2. **Comparable to other peers' timestamps.** If all your announces always look like "year 1970" (boot-relative seconds presented as unix), you'll consistently lose path-replay comparisons against peers with real wall time. That's actually fine — your announces just won't replace cached entries from real-time peers — but the inverse case is the §9.10 microReticulum bug: random `random_hash[5:10]` looks "far future" and freezes the path table.
**No-RTC strategy:** emit boot-relative seconds. You'll always look stale to wall-time peers (their announces win in path-replace decisions, which is correct because their data is fresher), and you'll get monotonic-from-boot ordering between your own announces (correct).

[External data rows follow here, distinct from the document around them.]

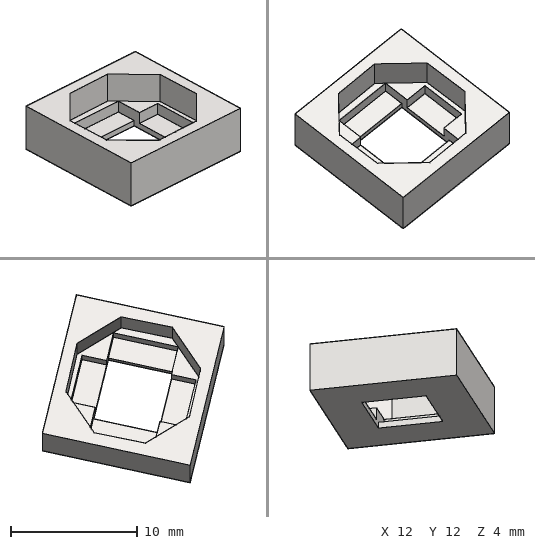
import cadquery as cq
import math

block_side = 12.0
block_height = 4.0

recess_across_flats = 10.0
recess_depth = 2.5
recess_sides = 8
recess_twist = 0.7

opening_side = 5.25

pocket_depth = 1.0
x_pocket_length = 8.85
x_pocket_width = opening_side
y_pocket_length = 9.25
y_pocket_width = 4.05

recess_floor_z = block_height - recess_depth
pocket_floor_z = recess_floor_z - pocket_depth


def box_on(floor_z, size_x, size_y, height):
    """Box centred on the Z axis, standing on the given level."""
    return cq.Workplane("XY", origin=(0, 0, floor_z)).rect(size_x, size_y).extrude(height)


def octagonal_recess():
    """Octagonal prism with its flats facing X and Y before the twist."""
    half_step = 180.0 / recess_sides
    corner_diameter = recess_across_flats / math.cos(math.radians(half_step))
    prism = (
        cq.Workplane("XY", origin=(0, 0, recess_floor_z))
        .polygon(recess_sides, corner_diameter)
        .extrude(recess_depth)
    )
    return prism.rotate((0, 0, 0), (0, 0, 1), half_step + recess_twist)


block = box_on(0, block_side, block_side, block_height)
x_pocket = box_on(pocket_floor_z, x_pocket_length, x_pocket_width, pocket_depth)
y_pocket = box_on(pocket_floor_z, y_pocket_width, y_pocket_length, pocket_depth)
opening = box_on(0, opening_side, opening_side, block_height)

result = block.cut(octagonal_recess()).cut(x_pocket).cut(y_pocket).cut(opening)

**Wrong strategy:** emit fully-random bytes (the §9.10 microReticulum bug). Locks you in as "latest" forever.
### 15.4 Recommended: wall time (LXMF-level)
These use absolute Unix-seconds. A device without wall time can substitute, with caveats:
| Use | Section | Substitution if no wall time |
|---|---|---|
| LXMF body `timestamp` (`payload[0]`) | §5.3 | Use boot-relative seconds. Recipients per §9.6 should treat any timestamp before `1577836800` (2020-01-01) as "no clock" and substitute their local receive time. |
| Outgoing message `LXMessage.timestamp` for sender-side ordering | §5.3 | Same as above. |
| Stamp ticket expiry (`fields[FIELD_TICKET][0]`) | §5.7.3 | **You can't substitute here.** Tickets you issue with boot-relative seconds will appear to have already-expired-or-already-distant-future expiries to recipients. If your device has no wall time, don't issue tickets — fall back to PoW stamps (§5.7.2). |
| Propagation node `timebase` field in `/offer` requests | §5.8.5 | Same as random_hash strategy: boot-relative is fine; you'll appear "stale" but your peers' state stays consistent. |
### 15.5 Optional: high-resolution monotonic for diagnostics
These are nice-to-have; missing them just degrades observability:
- Per-packet RX timestamp for RTT decomposition.
- Airtime accounting (sub-second precision improves `ANNOUNCE_CAP` enforcement; integer seconds is fine).
- Resource transfer `establishment_rate` calculation.
Use whatever monotonic source your platform provides; even 1 ms resolution from `millis()` is plenty.
### 15.6 What fails on a no-RTC, no-NTP-sync device
A device that boots with no clock at all (`time.time()` returns a small integer, RTC chip absent or empty) and never syncs:
- ✅ **Sending and receiving opportunistic LXMF** works fine. The §9.6 receiver-side fix-up (substitute local receive time when timestamp < 2020) handles your "year 1970" timestamps cleanly.
- ✅ **Receiving propagated LXMF** works. The propagation node tags messages with its own timestamp; you don't need yours.
- ✅ **Establishing Links** works. RTT is measured locally and only used for relative cadences.
- ⚠️ **Periodic re-announces** work, but your `random_hash[5:10]` will always look stale to wall-time peers. Your announces propagate fine; they just don't win path-table replacement races against fresher peers (which is correct — they ARE fresher).
- ⚠️ **Path-table updates from your own announces** work the first time (no cached entry to compare against), but subsequent re-announces may not replace stale cache entries on transit relays. Practical effect: your destination is reachable but transit relays keep trying older paths longer than ideal.
- ❌ **Issuing LXMF tickets** doesn't work — the expiry timestamp in `FIELD_TICKET` is meaningless without wall time. Don't issue tickets; rely on PoW stamps.
- ❌ **Sending propagated LXMF with ticket-based stamp shortcuts** doesn't work for the same reason.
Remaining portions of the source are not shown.